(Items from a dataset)
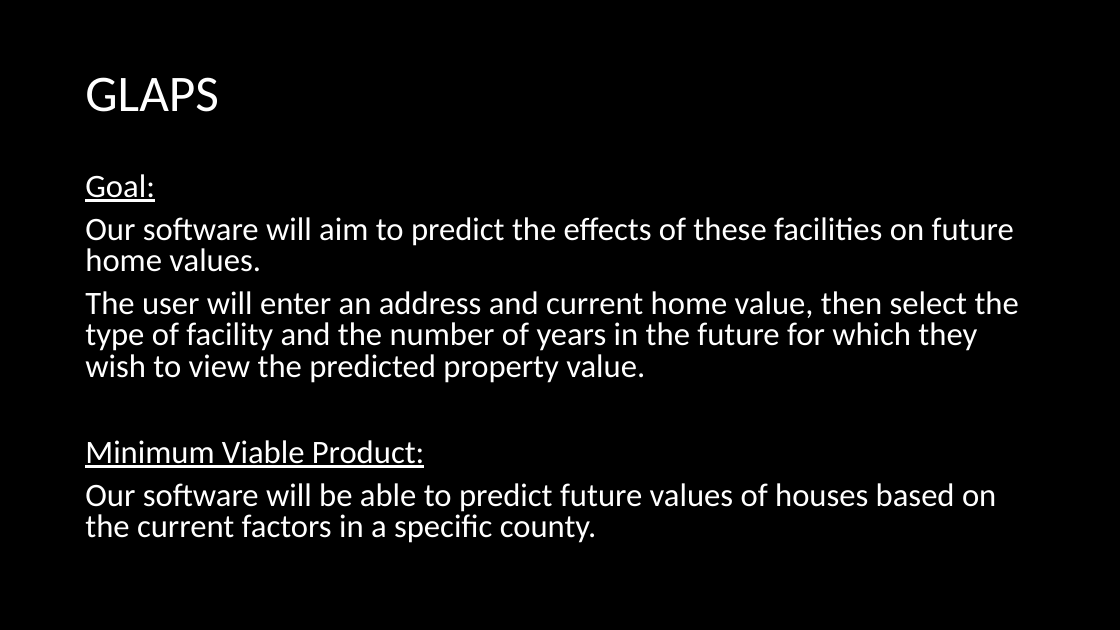
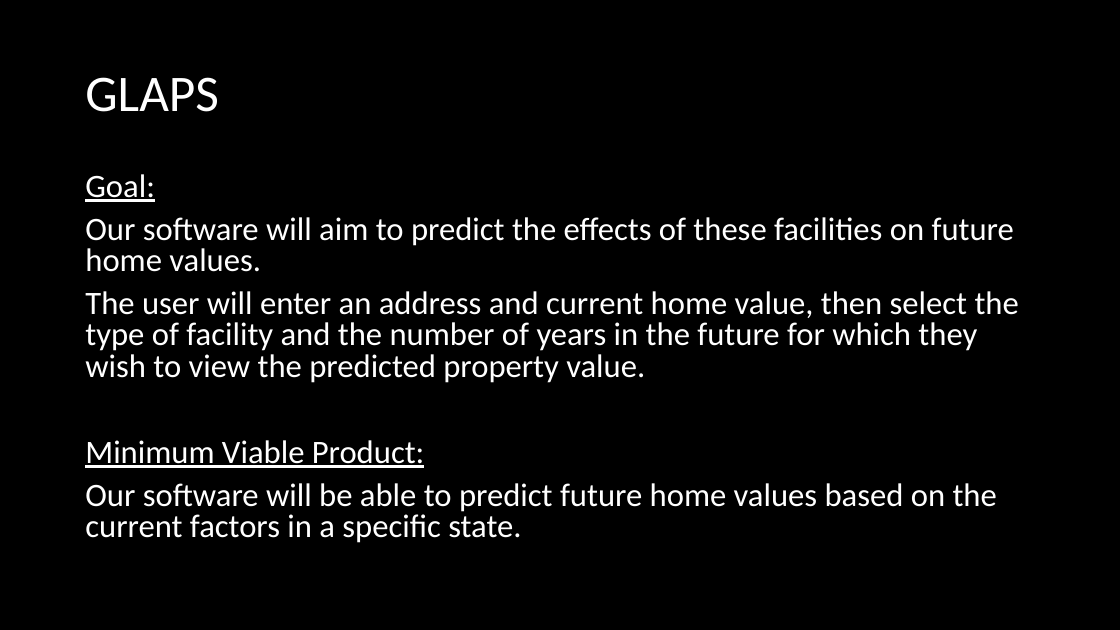
Before and after one commit to milsteam4144/GLAPS, a slide deck: slide 4 of GLAPS Presentation.pptx. Drawn at 1120x630 pixels with LibreOffice and Linux fonts; fonts in the diff are those of the drawing. Boxes give left, top, right and bottom in pixels: in the first picture for what was removed or moved away, otherwise in the second. Text is boxed around its words. In the diff, an @@ line names an element or a change of style, - is before the commit and + after.

```diff
--- a/GLAPS Presentation.pptx
+++ b/GLAPS Presentation.pptx
@@ text at (x1=85, y1=483, x2=997, y2=543): text changed @@
-Our software will be able to predict future values of houses based on the current factors in a specific county.
+Our software will be able to predict future home values based on the current factors in a specific state.
```

*YOUR GOAL*:
Strip out the images, then output the records above word for word.

*OUTPUT BELOW*:
Before and after one commit to milsteam4144/GLAPS, a slide deck: slide 4 of GLAPS Presentation.pptx. Drawn at 1120x630 pixels with LibreOffice and Linux fonts; fonts in the diff are those of the drawing. Boxes give left, top, right and bottom in pixels: in the first picture for what was removed or moved away, otherwise in the second. Text is boxed around its words. In the diff, an @@ line names an element or a change of style, - is before the commit and + after.

```diff
--- a/GLAPS Presentation.pptx
+++ b/GLAPS Presentation.pptx
@@ text at (x1=85, y1=483, x2=997, y2=543): text changed @@
-Our software will be able to predict future values of houses based on the current factors in a specific county.
+Our software will be able to predict future home values based on the current factors in a specific state.
```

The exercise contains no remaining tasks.